# I want to be prepared



## HoosierShadow (Apr 20, 2010)

I was just wondering, if we ever got a goat that was sick and knocking on death's door, what is the best way to humanely end their suffering? 
We don't have any like that, but I want to be prepared. Me and my husband were talking about this, and so I thought I'd ask here.

BTW, going to a vet isn't really an option for us to euthanize, not many vets around here will deal with a goat, much less come one to euthanize one, and with my husband laid off... well you get the point. 

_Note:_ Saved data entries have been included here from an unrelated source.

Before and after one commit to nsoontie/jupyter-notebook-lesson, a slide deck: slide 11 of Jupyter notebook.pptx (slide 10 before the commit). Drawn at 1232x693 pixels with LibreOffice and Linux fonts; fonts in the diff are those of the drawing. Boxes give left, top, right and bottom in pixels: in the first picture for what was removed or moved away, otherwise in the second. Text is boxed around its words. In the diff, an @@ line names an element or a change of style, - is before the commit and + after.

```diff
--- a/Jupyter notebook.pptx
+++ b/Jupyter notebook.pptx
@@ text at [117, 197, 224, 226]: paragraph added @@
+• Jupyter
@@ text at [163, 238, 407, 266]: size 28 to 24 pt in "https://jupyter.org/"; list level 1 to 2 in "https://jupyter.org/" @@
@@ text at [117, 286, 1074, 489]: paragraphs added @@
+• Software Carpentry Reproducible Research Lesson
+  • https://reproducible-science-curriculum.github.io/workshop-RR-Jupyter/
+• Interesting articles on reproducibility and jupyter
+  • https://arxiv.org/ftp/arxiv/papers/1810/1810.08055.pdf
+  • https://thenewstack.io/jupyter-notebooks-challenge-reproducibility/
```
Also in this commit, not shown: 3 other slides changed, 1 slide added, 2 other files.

What are methods you can use at home?


----------



## OhCee (Feb 26, 2010)

.22 to the heart? I know it sounds harsh... but it works in a pinch =/


----------



## Lexibot (Jul 27, 2010)

Bullet between the eyes worked for us. Then you have to burn the body. Or bury it.. but digging in Missouri ground in the Summer... ugh... easier to burn the body.


----------



## CrossCreekTX (Aug 10, 2009)

22 to the head, then cut the arteries in the neck to bleed out quickly in case the goat is only stunned. If you have dogs, go ahead and clean the goat and cut up for dog food. No point in wasting it.


----------



## HoosierShadow (Apr 20, 2010)

Oh geez, we don't own a gun  we have young kids, and I don't think my husband knows how to shoot a gun LOL But if that is the best way, looks like he needs to look into one and some targets to practice with. 
I've shot guns but don't know how to load them. He does have a lock box he can keep one in.


----------



## toth boer goats (Jul 20, 2008)

If you feel safer without a gun around...Do you have a friend with a gun... that may do this for you.... I agree and had to do it myself with the gun to the head method....it is never easy  ...but sometimes... we are force to put a animal out of their misery....................may I ask....what is going on with your goat? :hug:


----------



## Lexibot (Jul 27, 2010)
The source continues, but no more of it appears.